In the longer term, the authors plan to expand the scope of research to include experimental validation of energy recovery systems by developing and testing prototype piezoelectric and electromagnetic transducers that will be integrated into the child seat structure, in particular its ISOFIX base and support leg. An important stage will also be the analysis of the energy efficiency of these systems in different operating conditions and their impact on the weight and geometry of the entire seat. Another planned direction of development will be the selection of the type and arrangement of sensors that can be powered by energy obtained from vibrations; in particular, sensors of child presence, temperature, humidity, heart rate, head position, and sensors monitoring the way seat belts are fastened will be considered. The goal will be to create a fully autonomous measurement system, capable of long-term operation without the need for battery replacement or user intervention, which could be implemented in car seats, neonatal carriers, or mobile perinatal care systems. This approach can contribute to the development of smart baby care products and support the development of Internet of Things (IoT) solutions in the area of safety and health of the youngest passengers.

Furthermore, future research will incorporate simulation techniques such as finite element analysis (FEM) to evaluate the surface response of various seat components. This direction is inspired by existing work [36] demonstrating the importance of spatial vibration modes in optimizing combined location and maximizing energy efficiency.

Although this study did not include a complete physical implementation of the energy harvesting system with real transducers and power management circuits, the energy estimates were based on vibration profiles that fall within the operating range of commercial piezoelectric and electromagnetic devices. Future research will include the construction and testing of a working prototype integrating actual transducers, rectification circuitry, energy storage elements, and wireless sensor modules in order to fully validate the feasibility and performance under real dynamic conditions.

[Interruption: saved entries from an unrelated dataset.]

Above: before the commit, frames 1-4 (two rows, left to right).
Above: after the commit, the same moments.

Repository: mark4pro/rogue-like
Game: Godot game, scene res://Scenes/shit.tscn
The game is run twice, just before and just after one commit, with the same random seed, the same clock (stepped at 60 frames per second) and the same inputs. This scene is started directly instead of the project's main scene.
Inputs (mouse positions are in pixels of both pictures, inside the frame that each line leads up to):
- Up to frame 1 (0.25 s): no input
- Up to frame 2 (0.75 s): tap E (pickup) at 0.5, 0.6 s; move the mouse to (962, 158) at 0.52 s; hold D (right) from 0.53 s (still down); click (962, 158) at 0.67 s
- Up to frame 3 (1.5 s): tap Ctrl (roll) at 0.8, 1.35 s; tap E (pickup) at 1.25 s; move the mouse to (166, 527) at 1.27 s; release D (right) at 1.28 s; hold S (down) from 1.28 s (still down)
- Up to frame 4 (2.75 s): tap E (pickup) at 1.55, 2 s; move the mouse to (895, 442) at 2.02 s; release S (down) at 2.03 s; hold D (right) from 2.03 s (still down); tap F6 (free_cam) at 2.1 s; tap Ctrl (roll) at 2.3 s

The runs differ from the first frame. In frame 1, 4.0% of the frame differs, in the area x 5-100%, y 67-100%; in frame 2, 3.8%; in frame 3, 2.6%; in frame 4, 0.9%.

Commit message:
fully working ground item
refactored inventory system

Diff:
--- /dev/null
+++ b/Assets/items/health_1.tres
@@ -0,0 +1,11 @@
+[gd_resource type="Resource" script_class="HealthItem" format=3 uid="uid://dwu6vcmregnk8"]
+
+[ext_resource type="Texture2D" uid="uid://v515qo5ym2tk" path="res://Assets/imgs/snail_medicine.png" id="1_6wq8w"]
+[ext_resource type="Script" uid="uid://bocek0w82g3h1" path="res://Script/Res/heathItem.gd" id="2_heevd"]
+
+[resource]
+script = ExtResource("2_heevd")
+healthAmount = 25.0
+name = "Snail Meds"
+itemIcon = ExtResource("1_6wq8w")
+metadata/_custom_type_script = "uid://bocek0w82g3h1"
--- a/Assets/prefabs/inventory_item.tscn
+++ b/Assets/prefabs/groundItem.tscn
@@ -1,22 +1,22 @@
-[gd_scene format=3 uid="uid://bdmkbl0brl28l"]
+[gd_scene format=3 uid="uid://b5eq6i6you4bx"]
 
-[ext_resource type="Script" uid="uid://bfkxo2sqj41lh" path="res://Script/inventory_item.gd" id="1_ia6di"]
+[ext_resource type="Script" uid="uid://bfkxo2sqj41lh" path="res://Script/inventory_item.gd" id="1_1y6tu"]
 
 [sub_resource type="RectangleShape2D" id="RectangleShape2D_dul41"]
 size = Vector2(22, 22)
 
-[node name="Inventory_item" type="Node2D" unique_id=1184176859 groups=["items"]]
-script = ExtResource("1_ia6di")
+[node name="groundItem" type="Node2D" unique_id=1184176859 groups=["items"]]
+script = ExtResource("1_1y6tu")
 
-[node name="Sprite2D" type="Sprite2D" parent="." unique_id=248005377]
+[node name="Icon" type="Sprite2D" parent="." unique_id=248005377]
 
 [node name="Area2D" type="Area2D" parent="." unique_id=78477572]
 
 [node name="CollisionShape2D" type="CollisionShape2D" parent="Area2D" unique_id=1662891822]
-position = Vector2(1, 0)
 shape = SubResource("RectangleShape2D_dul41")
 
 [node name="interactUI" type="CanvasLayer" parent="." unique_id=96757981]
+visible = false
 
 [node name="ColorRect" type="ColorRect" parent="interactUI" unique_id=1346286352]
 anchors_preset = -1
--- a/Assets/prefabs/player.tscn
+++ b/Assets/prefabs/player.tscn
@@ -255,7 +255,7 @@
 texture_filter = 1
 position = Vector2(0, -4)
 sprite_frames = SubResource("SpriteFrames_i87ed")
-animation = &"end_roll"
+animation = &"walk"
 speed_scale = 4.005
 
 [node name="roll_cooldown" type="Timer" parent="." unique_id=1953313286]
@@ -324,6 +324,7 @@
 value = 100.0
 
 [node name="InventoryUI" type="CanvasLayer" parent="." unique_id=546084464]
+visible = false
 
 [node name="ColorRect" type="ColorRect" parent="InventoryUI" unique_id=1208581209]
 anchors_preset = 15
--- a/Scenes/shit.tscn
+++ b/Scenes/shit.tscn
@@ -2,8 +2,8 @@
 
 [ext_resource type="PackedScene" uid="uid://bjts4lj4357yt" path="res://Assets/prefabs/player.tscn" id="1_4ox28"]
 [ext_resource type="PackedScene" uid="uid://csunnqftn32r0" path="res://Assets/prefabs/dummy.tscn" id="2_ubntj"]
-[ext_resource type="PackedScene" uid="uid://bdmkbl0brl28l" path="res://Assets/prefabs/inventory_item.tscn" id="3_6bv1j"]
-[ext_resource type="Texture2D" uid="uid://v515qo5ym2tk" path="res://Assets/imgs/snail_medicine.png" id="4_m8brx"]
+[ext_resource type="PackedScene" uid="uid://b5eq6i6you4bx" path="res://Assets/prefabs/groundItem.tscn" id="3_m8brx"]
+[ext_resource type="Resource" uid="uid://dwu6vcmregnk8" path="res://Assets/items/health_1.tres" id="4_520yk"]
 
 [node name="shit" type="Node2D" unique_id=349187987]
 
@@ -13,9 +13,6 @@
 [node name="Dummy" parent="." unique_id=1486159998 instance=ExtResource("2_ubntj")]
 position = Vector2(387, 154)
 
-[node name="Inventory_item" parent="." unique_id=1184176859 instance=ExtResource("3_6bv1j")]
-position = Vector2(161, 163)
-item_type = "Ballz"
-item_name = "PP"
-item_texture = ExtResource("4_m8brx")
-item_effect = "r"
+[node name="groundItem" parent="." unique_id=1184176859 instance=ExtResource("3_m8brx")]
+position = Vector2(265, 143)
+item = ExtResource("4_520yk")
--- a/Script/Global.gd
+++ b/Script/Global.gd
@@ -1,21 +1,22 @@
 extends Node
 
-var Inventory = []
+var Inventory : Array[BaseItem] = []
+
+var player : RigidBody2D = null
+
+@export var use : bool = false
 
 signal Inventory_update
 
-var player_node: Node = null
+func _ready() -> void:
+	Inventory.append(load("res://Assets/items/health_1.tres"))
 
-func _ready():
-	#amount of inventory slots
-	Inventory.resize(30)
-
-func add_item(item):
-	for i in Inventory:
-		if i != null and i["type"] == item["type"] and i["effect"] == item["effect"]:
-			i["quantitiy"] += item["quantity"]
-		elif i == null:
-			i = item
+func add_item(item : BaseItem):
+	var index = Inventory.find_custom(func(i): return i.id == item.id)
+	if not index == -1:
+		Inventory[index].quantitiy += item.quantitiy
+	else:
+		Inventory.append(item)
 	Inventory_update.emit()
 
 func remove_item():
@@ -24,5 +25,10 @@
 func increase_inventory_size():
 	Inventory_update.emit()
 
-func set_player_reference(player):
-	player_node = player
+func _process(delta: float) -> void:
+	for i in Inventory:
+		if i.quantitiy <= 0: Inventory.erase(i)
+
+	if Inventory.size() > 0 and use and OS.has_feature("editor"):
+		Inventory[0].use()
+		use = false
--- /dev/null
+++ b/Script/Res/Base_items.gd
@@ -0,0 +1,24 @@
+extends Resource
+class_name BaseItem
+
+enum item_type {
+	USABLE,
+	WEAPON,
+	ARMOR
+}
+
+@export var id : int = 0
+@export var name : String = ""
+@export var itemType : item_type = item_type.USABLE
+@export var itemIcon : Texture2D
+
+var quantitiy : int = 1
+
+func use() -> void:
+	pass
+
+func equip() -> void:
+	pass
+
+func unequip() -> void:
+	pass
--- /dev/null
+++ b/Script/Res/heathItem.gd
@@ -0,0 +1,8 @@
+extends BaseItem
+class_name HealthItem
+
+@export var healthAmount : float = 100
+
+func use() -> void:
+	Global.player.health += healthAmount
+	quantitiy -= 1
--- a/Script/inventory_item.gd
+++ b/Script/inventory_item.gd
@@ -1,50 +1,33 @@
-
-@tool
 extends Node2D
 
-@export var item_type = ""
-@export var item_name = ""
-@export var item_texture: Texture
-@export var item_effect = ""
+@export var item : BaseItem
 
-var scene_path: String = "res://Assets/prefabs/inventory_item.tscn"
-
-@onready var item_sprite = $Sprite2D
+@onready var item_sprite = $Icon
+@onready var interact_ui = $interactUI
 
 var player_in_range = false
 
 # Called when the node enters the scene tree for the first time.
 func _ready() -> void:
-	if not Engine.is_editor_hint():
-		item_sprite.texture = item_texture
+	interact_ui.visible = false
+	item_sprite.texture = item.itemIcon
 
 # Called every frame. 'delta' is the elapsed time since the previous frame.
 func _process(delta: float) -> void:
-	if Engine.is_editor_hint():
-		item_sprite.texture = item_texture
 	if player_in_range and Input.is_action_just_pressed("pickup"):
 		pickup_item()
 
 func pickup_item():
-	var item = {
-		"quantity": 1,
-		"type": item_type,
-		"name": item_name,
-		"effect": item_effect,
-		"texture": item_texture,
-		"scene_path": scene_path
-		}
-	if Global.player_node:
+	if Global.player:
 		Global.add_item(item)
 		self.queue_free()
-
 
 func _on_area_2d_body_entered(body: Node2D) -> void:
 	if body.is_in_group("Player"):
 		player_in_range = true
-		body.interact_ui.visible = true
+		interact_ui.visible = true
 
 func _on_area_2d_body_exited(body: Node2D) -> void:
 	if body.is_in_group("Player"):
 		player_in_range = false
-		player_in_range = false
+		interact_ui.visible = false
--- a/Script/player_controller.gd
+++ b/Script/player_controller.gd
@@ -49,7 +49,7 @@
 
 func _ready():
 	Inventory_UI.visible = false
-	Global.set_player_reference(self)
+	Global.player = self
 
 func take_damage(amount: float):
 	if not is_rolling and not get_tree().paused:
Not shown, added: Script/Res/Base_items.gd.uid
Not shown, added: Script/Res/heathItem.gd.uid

In conclusion, the conducted research proves that it is technically and practically feasible to harvest usable electrical energy from vibrations occurring in child car seats during real-world driving. The key advantages include the elimination of batteries, increased safety, and the possibility of developing maintenance-free smart seat systems. Despite these benefits, several engineering challenges remain, such as optimizing the integration of transducers, minimizing added weight, and ensuring durability under daily use. The results have promising implications for the future development of autonomous, sensor-equipped child restraint systems, and the presented concept can be adapted to a wide range of baby care applications. These findings lay the foundation for practical IoT-enabled solutions in the field of mobile child health and safety technologies.